Monday, April 17, 2006

A classic romance…beautifully told

This was the strapline on a poster, seen just yards along from a restaurant where the boss of booming travel website predicted the love affair between the industry and the search engines was coming to an end.

The film tells the story of a couple who, predictably, battle the outside world in a desire to let their love blossom (you know the format for these tales by now).

But, inevitably, it all ends in disaster.

This is a rough translation for a theory, put forward by at least half a dozen or so senior figures in recent weeks and argued so passionately over lunch last week by another company chief, about where the industry’s obsession with search engines will lead.

The reason for these recent forecasts is this: the search engine model for reaching out to travel consumers is primarily an advertising medium.

It is estimated that the amount of money spent by travel-related companies on advertising on search engines stood at around $3 billion globally during 2005.

The relentless growth of online advertising through search is good for the sector as a whole but it is an inefficient means for the travel industry, where inventory (estimated at around $35 billion) needs to be shifted.

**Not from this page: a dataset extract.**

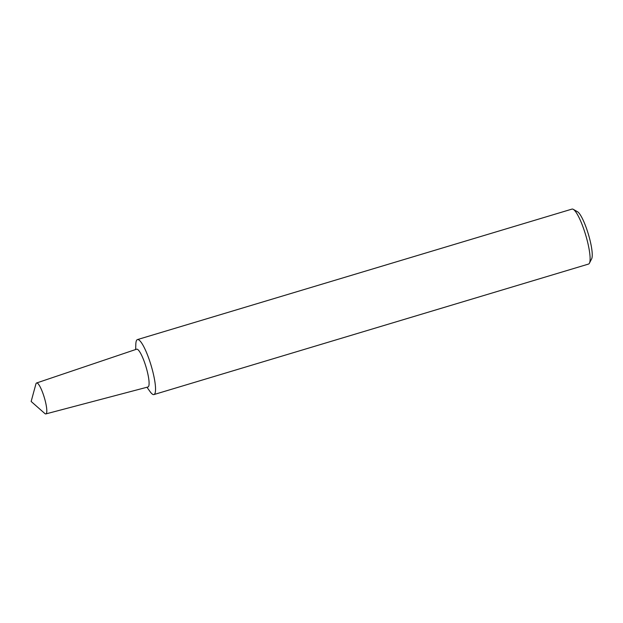 <?xml version="1.0" encoding="UTF-8"?>
<svg xmlns="http://www.w3.org/2000/svg" width="623" height="623" viewBox="0 0 623 623"><rect width="100%" height="100%" fill="white"/><g stroke="black" fill="none" stroke-linecap="round" stroke-linejoin="round"><path stroke-width="0.93" d="M135.635 349.526L135.83 344.13A28.697 5.654 73.3 0 1 137.434 339.59L571.992 209.094A28.697 5.654 73.3 0 1 573.129 209.266A28.697 5.654 73.3 0 1 573.246 209.328A28.697 5.654 73.3 0 1 585.659 234.957A28.697 5.654 73.3 0 1 589.42 263.186L591.64 258.849A25.115 4.945 -106.7 0 0 588.353 234.155A25.115 4.945 -106.7 0 0 577.49 211.727A25.115 4.945 -106.7 0 0 577.389 211.672M589.42 263.186A28.697 5.654 73.3 0 1 588.501 264.074L153.936 394.561A28.697 5.654 73.3 0 1 152.799 394.39A28.697 5.654 73.3 0 1 150.104 391.657L146.966 387.257M137.434 339.59A28.697 5.654 73.3 0 1 151.101 365.452A28.697 5.654 73.3 0 1 153.936 394.561M45.261 413.804A16.143 3.177 73.3 0 1 44.763 413.454L31.15 401.469L35.908 383.97A16.143 3.177 73.3 0 1 36.593 382.981A16.143 3.177 73.3 0 1 44.303 397.521A16.143 3.177 73.3 0 1 45.876 413.906A16.143 3.177 73.3 0 1 45.261 413.804M36.593 382.981L136.616 349.199A19.734 3.886 73.3 0 1 146.039 366.97A19.734 3.886 73.3 0 1 147.963 386.992L45.876 413.906M577.49 211.727L573.246 209.328"/></g></svg>
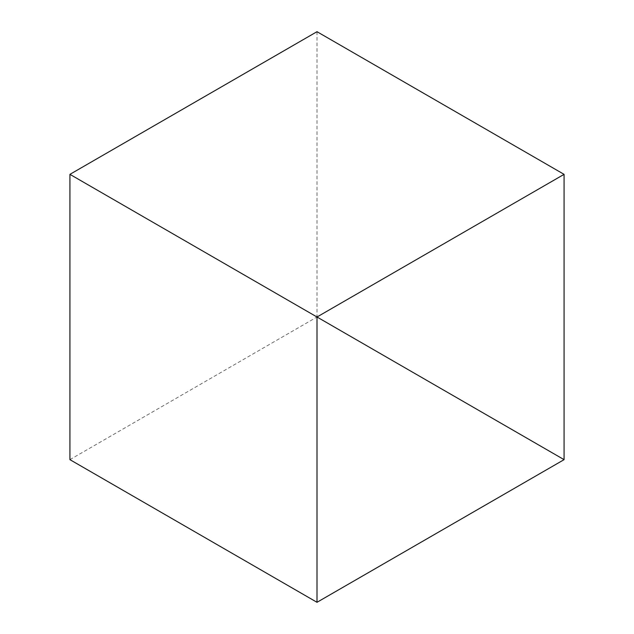 <?xml version="1.0" encoding="UTF-8"?>
<svg xmlns="http://www.w3.org/2000/svg" width="634" height="634" viewBox="0 0 634 634"><rect width="100%" height="100%" fill="white"/><g stroke="black" fill="none" stroke-linecap="round" stroke-linejoin="round"><path stroke-width="0.48" stroke-dasharray="3.17 2.38" d="M317 31.7L317 317L69.922 174.35L564.078 459.65L317 317L69.922 459.65"/><path stroke-width="0.95" d="M564.078 174.35L317 31.7L69.922 174.35L317 317L564.078 174.35L564.078 459.65L69.922 174.35L69.922 459.65L317 602.3L564.078 459.65L317 317L317 602.3"/></g></svg>

So what better way to shift stock than by the direct method, either through price comparison sites (Meta search) or straight to the consumer via registered special offer emails

In short, the most reliable method for shifting travel products is to target consumers when they actually want to make a purchase, rather through the lottery system – as some call it – of the search engine model.

[It is worth pointing out that last week’s forecaster was NOT from a price comparison site]

And so at some point in the next year or two the love affair between travel companies and search engines will apparently come to an end.

It’s a wild prediction and one that doesn’t take into account the muscle and ingenuity of the likes of Google and MSN (Yahoo! already has its own Kelkoo Meta search brand) to hit back.

But the Wild-Eyed Few – as we shall now call them – are so confident of this theory that they are willing to bet that the industry will eventually move this way, primarily as users grow increasingly frustrated at not finding the right product through the hundreds of pages of search results.